[Stored entries]
===============
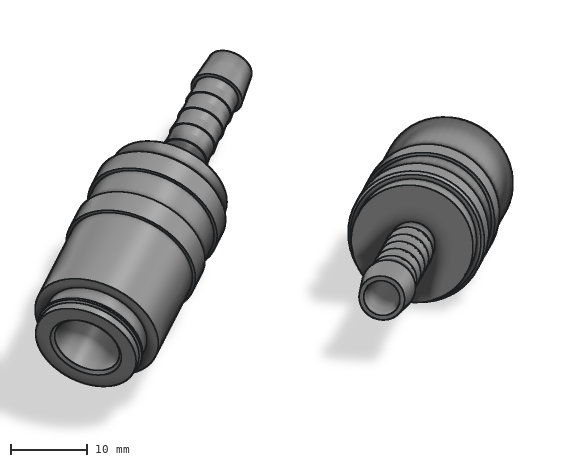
import cadquery as cq

total_length = 53.0

nose_radius = 7.0
nose_length = 4.0
ring_radius = 7.25
ring_center = 1.55
ring_base_width = 0.85
ring_crest_width = 0.3

body_radius = 8.6
band_radius = 9.0
front_band_start = 16.5
front_band_end = 20.0
rear_band_start = 24.45
body_end = 28.0
band_chamfer = 0.35
collar_radius = 8.05
collar_end = 30.6

tail_radius = 3.0
tip_barb_radius = 3.55
tip_barb_length = 5.0
ridge_radius = 3.2
ridge_length = 1.5
ridge_pitch = 2.95
ridge_count = 5

socket_radius = 4.5
socket_depth = 23.85
socket_chamfer = 0.4
passage_radius = 2.4


def revolve_profile(profile):
    """Full turn about the Y axis of a closed (radius, axial position) outline."""
    return cq.Workplane("XY").polyline(profile).close().revolve(360, (0, 0), (0, 1))


def cylinder(radius, start, end):
    """Solid cylinder along +Y between two axial positions."""
    return cone(radius, radius, start, end)


def cone(start_radius, end_radius, start, end):
    """Solid frustum along +Y, with a radius given at each end."""
    profile = [(0, start), (start_radius, start), (end_radius, end), (0, end)]
    return revolve_profile(profile)


def snap_ring():
    """Low bevelled ring around the nose."""
    half_base = ring_base_width / 2
    half_crest = ring_crest_width / 2
    profile = [
        (0, ring_center - half_base),
        (nose_radius, ring_center - half_base),
        (ring_radius, ring_center - half_crest),
        (ring_radius, ring_center + half_crest),
        (nose_radius, ring_center + half_base),
        (0, ring_center + half_base),
    ]
    return revolve_profile(profile)


def coupling_body():
    """Nose, cylindrical body, raised bands and rear collar."""
    rear_band = cylinder(band_radius, rear_band_start, body_end).faces(">Y").chamfer(band_chamfer)
    return (
        cylinder(nose_radius, 0, nose_length)
        .union(snap_ring())
        .union(cylinder(body_radius, nose_length, body_end))
        .union(cylinder(band_radius, front_band_start, front_band_end))
        .union(rear_band)
        .union(cylinder(collar_radius, body_end, collar_end))
    )


def hose_tail():
    """Straight tail with a tapered tip barb and a row of smaller ridges."""
    barb_start = total_length - tip_barb_length
    tail = cylinder(tail_radius, collar_end, barb_start)
    tail = tail.union(cone(tip_barb_radius, tail_radius, barb_start, total_length))
    for index in range(ridge_count):
        ridge_start = barb_start - (index + 1) * ridge_pitch
        ridge = cone(ridge_radius, tail_radius, ridge_start, ridge_start + ridge_length)
        tail = tail.union(ridge)
    return tail


def bores():
    """Chamfered socket leading into the through passage."""
    passage = cylinder(passage_radius, 0, total_length)
    socket = cylinder(socket_radius, 0, socket_depth)
    lead_in = cone(socket_radius + socket_chamfer, socket_radius, 0, socket_chamfer)
    return passage.union(socket).union(lead_in)


result = coupling_body().union(hose_tail()).cut(bores())
===============
**The task**
Exactly how many lines of the records include "return"? Provide the number by itself.

**Exercise result**
7